The MAT-Fab platform enables EpimAb Biotherapeutics to rapidly generate and screen a series of T-cell engager molecules during the early discovery phase, advancing candidate molecules with optimal efficacy and safety profiles into pre-IND and clinical stages, thereby complementing the FIT-Ig platform. The synergistic effect of these platforms has allowed EpimAb Biotherapeutics to establish technical barriers in the bispecific antibody field, enhancing the international competitiveness of its products, which serves as the core foundation for its successful global expansion through the NewCo model.

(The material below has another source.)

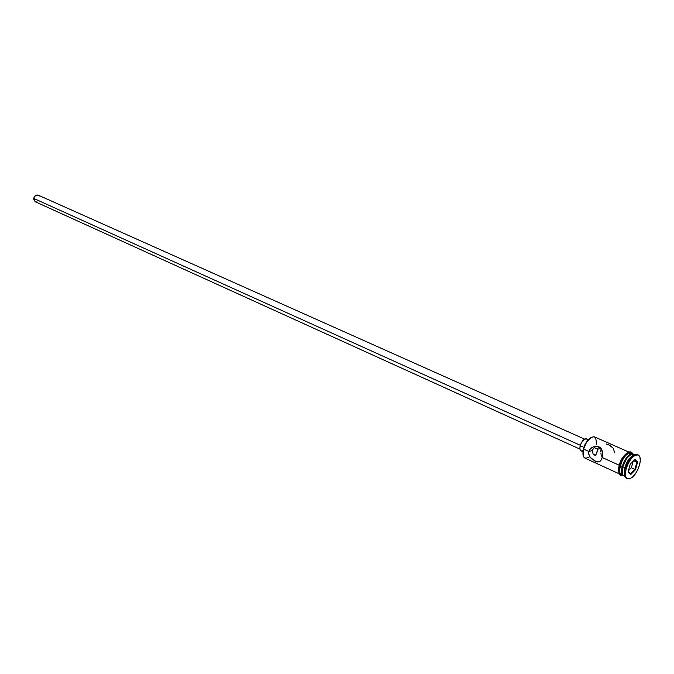 <?xml version="1.0" encoding="UTF-8"?>
<svg xmlns="http://www.w3.org/2000/svg" width="674" height="674" viewBox="0 0 674 674"><rect width="100%" height="100%" fill="white"/><g stroke="black" fill="none" stroke-linecap="round" stroke-linejoin="round"><path stroke-width="1.01" d="M589.758 456.618L589.758 456.618C584.248 460.03 582.176 457.511 583.541 449.044L583.12 455.338L582.985 450.805L584.906 444.73L588.36 439.532L591.233 437.325L586.321 442.186L583.541 449.044C582.412 453.838 582.892 456.854 584.965 458.101L619.187 473.788M597.728 449.229L594.384 447.721L597.728 449.229L597.981 448.345L597.728 449.229L601.056 448.404L597.728 449.229L597.484 450.198L597.728 449.229M598.209 447.578L597.981 448.345L598.209 447.578M596.473 446.466L595.639 446.887L596.473 446.466M594.013 448.041L593.322 448.791L594.013 448.041M592.775 449.634L593.322 448.791L592.775 449.634M584.493 439.077L38.266 195.157C36 194.643 34.492 195.73 33.734 198.434L580.322 445.303L33.734 198.434L35.292 201.753L579.969 449.128M581.072 450.847L580.137 449.743L579.876 447.949L581.114 443.256L583.92 439.473L586.515 438.766C584.004 438.547 581.906 440.855 580.221 445.666L583.852 447.309L580.221 445.666C579.581 448.404 579.867 450.131 581.064 450.839L582.875 451.664M612.75 447.898L609.625 445.27L606.103 443.922M614.772 452.827L613.247 448.53M602.548 455.978L601.764 458.901L600.433 460.949L598.697 461.909L596.482 461.766L591.233 458.497L589.371 455.902L588.646 452.936L589.413 450.038L591.511 447.797L594.409 446.517L597.568 446.382L600.264 447.587L601.916 449.87L602.623 452.776L602.244 457.52L619.136 465.17L602.244 457.52L601.157 460.056L599.616 461.564L597.653 461.976L595.176 461.277L590.188 457.258L588.84 454.453L588.84 451.445L583.541 449.044L588.84 451.445L590.34 448.8L592.901 447.022L595.993 446.289L599.034 446.82L601.916 449.87L602.548 455.978M592.412 450.552L588.84 451.445L592.412 450.552L593.061 453.964L594.83 455.211L595.892 454.942L597.484 450.198L596.566 453.796L595.403 455.203L593.061 453.964L592.412 450.552M624.773 476.189C622.271 475.642 621.538 472.786 622.574 467.604L622.271 473.384L621.9 470.3L622.776 466.821C621.58 471.716 621.976 474.766 623.981 475.979L624.832 476.375M624.554 475.296L624.756 467.722L624.554 475.296M626.989 478.54C624.528 477.706 623.838 474.606 624.933 469.247L624.756 467.722L622.776 466.821L624.756 467.722C626.871 461.159 629.828 456.964 633.636 455.119L628.589 459.584L624.756 467.722L625.16 468.329C623.846 473.696 624.276 477.04 626.466 478.371L627.443 478.818C625.27 477.495 624.84 474.151 626.154 468.784L625.16 468.329L626.154 468.784L625.405 473.266L625.801 476.754L627.275 478.734L629.583 478.902L632.389 477.251L635.253 474.049L637.756 469.778L639.516 465.077C636.138 474.547 632.111 479.13 627.452 478.826M602.236 457.065L601.562 455.835L602.236 457.065M601.115 454.461L600.871 452.979L601.115 454.461M600.812 451.437L600.938 449.861L600.812 451.437M601.183 448.572L600.938 449.861L601.183 448.572M633.181 453.973L630.089 454.419L627.427 456.643L623.804 462.204L622.178 466.551C625.261 457.899 628.926 453.712 633.181 453.973L631.201 453.105C626.946 452.827 623.281 457.014 620.206 465.658L622.178 466.551L621.554 472.373L622.431 474.917L623.391 475.709C621.386 474.496 620.981 471.438 622.178 466.551L620.206 465.658C619.01 470.545 619.414 473.595 621.428 474.808L623.383 475.709M622.953 475.086C619.667 475.111 618.732 471.977 620.147 465.675L619.094 465.346L620.147 465.675C623.669 456.155 627.578 452.06 631.858 453.391L629.39 452.911L626.795 454.377L624.116 457.317L621.782 461.286L620.147 465.675L619.465 469.786L619.844 473.005L622.085 475.111M631.732 454.217C627.755 450.552 623.568 454.225 619.162 465.229L619.094 465.346C618.016 473.19 619.212 476.535 622.675 475.381M639.516 465.077L640.283 460.637L639.921 457.141L638.497 455.11L636.205 454.866L633.391 456.466L630.485 459.676L627.941 464.007L626.154 468.784C629.55 459.28 633.56 454.672 638.202 454.95C640.435 456.298 640.864 459.668 639.516 465.077M634.984 459.297L637.579 462.111L635.489 469.685L630.797 474.504L628.168 471.749L630.257 464.116L634.984 459.297L630.257 464.116L628.168 471.749L630.797 474.504L628.252 471.446L630.797 474.504L635.489 469.685L631.378 467.731L633.189 461.134L631.378 467.731L634.925 469.331L630.535 473.847L634.925 469.331L635.489 469.685L637.579 462.111L634.984 459.297M638.185 454.942L637.208 454.512C632.566 454.234 628.547 458.834 625.16 468.329L629.364 459.407C632.65 455.043 635.422 453.509 637.68 454.79M634.63 454.621L633.779 454.242C629.524 453.973 625.86 458.168 622.776 466.821L626.567 458.733C629.76 454.529 632.38 453.181 634.453 454.697M630.696 454.68L626.247 458.649L622.532 466.459L626.112 458.834L630.696 454.68M631.226 453.113L629.364 453.012L626.786 454.47L624.141 457.385L621.824 461.311L619.532 469.736L619.903 472.912L621.251 474.723M618.69 467.36L618.538 471.092L620.223 474.378M630.527 452.701L628.404 452.473L624.453 455.245L619.869 463.03M628.952 452.102L594.527 436.878C590.171 436.525 586.506 440.577 583.541 449.044L586.574 442.152C593.474 434.25 596.692 435.168 596.229 444.924M586.65 438.833L587.593 440.417M583.018 450.561L581.527 450.965M35.301 201.762L33.784 199.782L34.155 197.086L36.067 195.199L38.275 195.165M38.401 195.224L39.294 196.016M36.615 201.956L35.722 201.905M624.503 469.643L624.714 468.868L624.503 469.643M634.563 459.727L636.879 462.238L633.56 460.755L636.879 462.238L634.925 469.331L636.879 462.238L637.579 462.111L636.879 462.238L634.563 459.727M628.446 470.73L631.378 467.731L628.446 470.73M624.933 469.247L624.545 468.556M632.465 453.661C630.83 448.623 621.9 454.798 619.094 465.346M629.364 459.407L628.589 459.584M626.567 458.733L626.112 458.834M600.087 461.252L597.408 461.951M588.326 439.574L586.498 438.757"/></g></svg>

Driven by factors such as convenience, accessibility, and production costs, T-cell engager (TCE) bispecific antibody therapies are poised to become the next major investment hotspot in innovative drugs. In 2024, there were nearly 20 global transactions involving investigational TCE bispecific antibodies, with a total deal value exceeding $8.5 billion. In addition to EpimAb Biotherapeutics, other NewCo deals finalized last year—such as those for Genor Biopharma’s monoclonal antibody and Weilizhibo’s trispecific antibody—also involved pipeline assets in the TCE field.
EpimAb Biotherapeutics’ $210 million NewCo overseas partnership marks a significant milestone in the field of domestically developed TCE bispecific antibodies and represents another successful application of the NewCo model in this sector.
As the wave of Chinese innovative pharmaceutical companies expanding overseas gains momentum, the NewCo model is emerging as a key pathway for the internationalization of China’s innovative drugs. In 2024, business development (BD) deals in China’s innovative drug sector exhibited trends characterized by “low upfront payments, high transaction volume, substantial deal values, and diverse partnership counterparts,” with the NewCo model serving as a significant driver of this trend. Compared with traditional BD models, the NewCo model offers higher upfront payment proportions and facilitates corporate innovation, resource integration, risk diversification, and benefit sharing.
As China accelerates the internationalization of its pharmaceutical regulatory framework and enhances its capacity for innovative drug R&D, the NewCo model is poised to become one of the predominant strategies for Chinese biopharmaceutical companies expanding globally, thereby strengthening the position of China’s pharmaceutical industry in global competition.